Task input >>

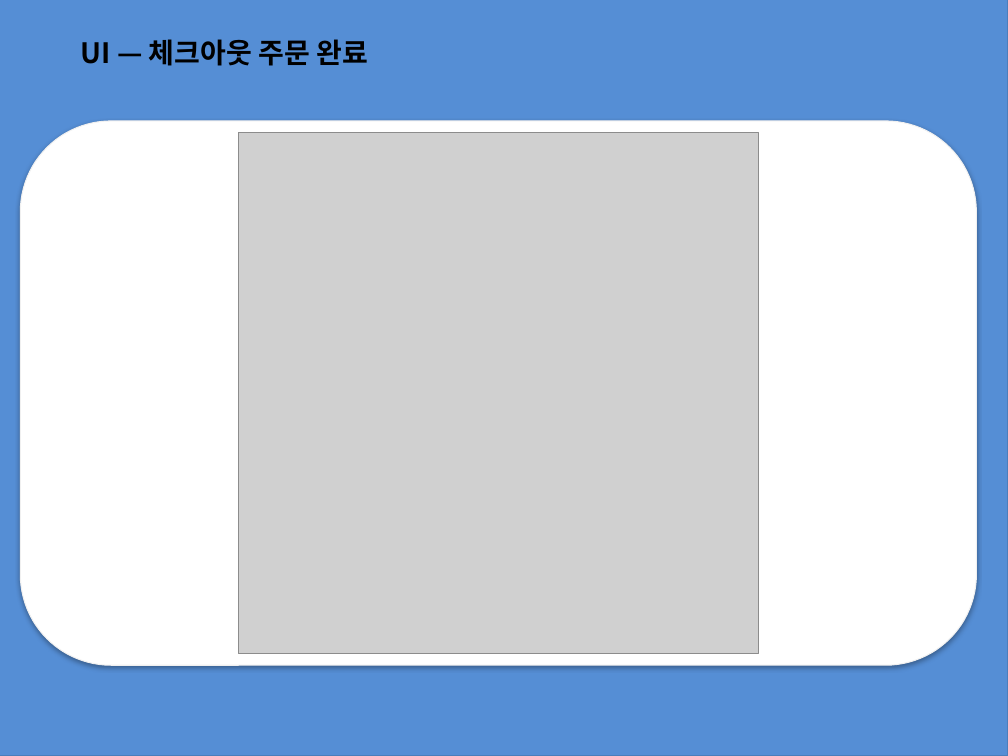
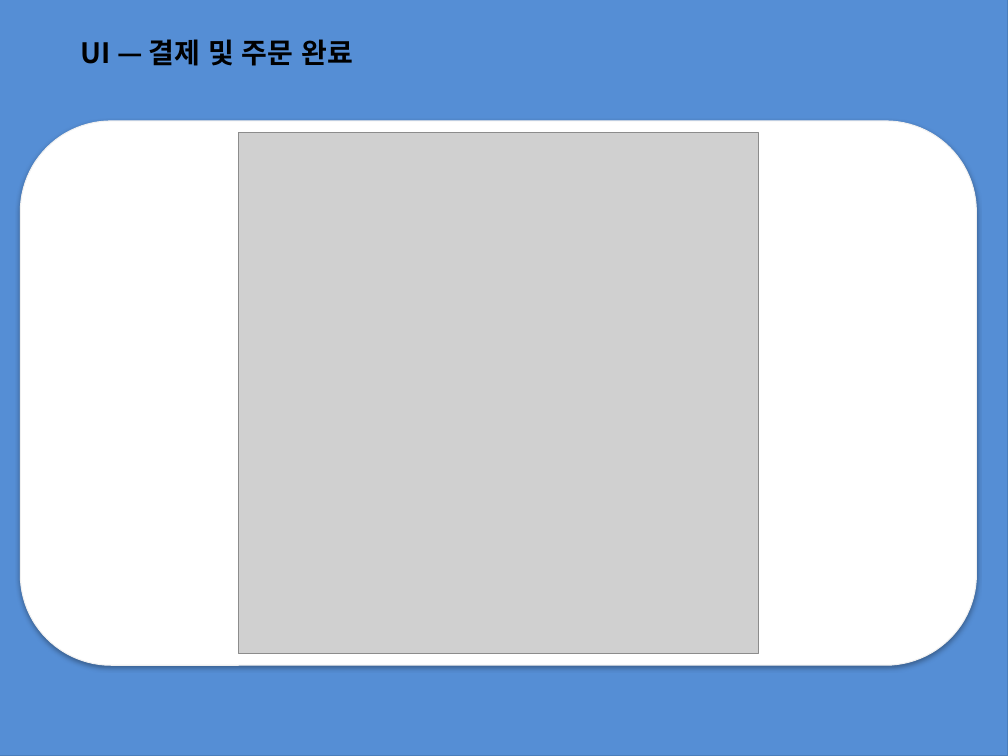
Before and after one commit to jwbaik98/project, a slide deck: slide 15 of 2조 프로젝트 과제(제작중).pptx. Drawn at 1008x756 pixels with LibreOffice and Linux fonts; fonts in the diff are those of the drawing; grey boxes stand for pictures. Boxes give left, top, right and bottom in pixels: in the first picture for what was removed or moved away, otherwise in the second. Text is boxed around its words. In the diff, an @@ line names an element or a change of style, - is before the commit and + after.

```diff
--- a/2조 프로젝트 과제(제작중).pptx
+++ b/2조 프로젝트 과제(제작중).pptx
@@ text at (80,39,353,66): text changed @@
-UI — 체크아웃 주문 완료
+UI — 결제 및 주문 완료
```
Also in this commit, not shown: 9 other slides changed.

Task >> The entries above are to be printed again word for word, with every picture removed.

Answer section >>
Before and after one commit to jwbaik98/project, a slide deck: slide 15 of 2조 프로젝트 과제(제작중).pptx. Drawn at 1008x756 pixels with LibreOffice and Linux fonts; fonts in the diff are those of the drawing; grey boxes stand for pictures. Boxes give left, top, right and bottom in pixels: in the first picture for what was removed or moved away, otherwise in the second. Text is boxed around its words. In the diff, an @@ line names an element or a change of style, - is before the commit and + after.

```diff
--- a/2조 프로젝트 과제(제작중).pptx
+++ b/2조 프로젝트 과제(제작중).pptx
@@ text at (80,39,353,66): text changed @@
-UI — 체크아웃 주문 완료
+UI — 결제 및 주문 완료
```
Also in this commit, not shown: 9 other slides changed.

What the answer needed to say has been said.